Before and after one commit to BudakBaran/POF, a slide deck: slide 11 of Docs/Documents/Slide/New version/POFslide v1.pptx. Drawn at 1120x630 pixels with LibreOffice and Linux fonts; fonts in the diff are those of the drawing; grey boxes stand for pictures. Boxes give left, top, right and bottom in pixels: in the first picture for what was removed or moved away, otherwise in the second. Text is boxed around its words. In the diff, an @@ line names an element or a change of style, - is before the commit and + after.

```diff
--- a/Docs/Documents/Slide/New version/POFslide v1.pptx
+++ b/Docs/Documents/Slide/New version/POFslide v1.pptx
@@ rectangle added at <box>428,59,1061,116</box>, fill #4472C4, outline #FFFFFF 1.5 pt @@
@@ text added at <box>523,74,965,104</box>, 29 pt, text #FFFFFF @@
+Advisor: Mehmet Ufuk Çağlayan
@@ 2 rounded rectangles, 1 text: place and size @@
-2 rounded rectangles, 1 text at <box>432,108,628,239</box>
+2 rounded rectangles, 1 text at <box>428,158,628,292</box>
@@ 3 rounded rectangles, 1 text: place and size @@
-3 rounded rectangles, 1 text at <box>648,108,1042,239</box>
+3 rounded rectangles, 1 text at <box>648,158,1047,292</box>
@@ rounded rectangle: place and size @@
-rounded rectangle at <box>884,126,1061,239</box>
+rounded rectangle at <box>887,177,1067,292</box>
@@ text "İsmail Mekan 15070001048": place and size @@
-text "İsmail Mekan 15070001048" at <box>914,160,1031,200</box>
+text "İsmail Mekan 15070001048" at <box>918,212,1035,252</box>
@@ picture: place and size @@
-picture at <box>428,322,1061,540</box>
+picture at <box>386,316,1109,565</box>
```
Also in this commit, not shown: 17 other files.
######
**WHAT YOU ARE ASKED TO DO**.
Line count for the word "Mekan": state how many lines of the listing hold it, and give only that number.

**WRITTEN ANSWER**.
3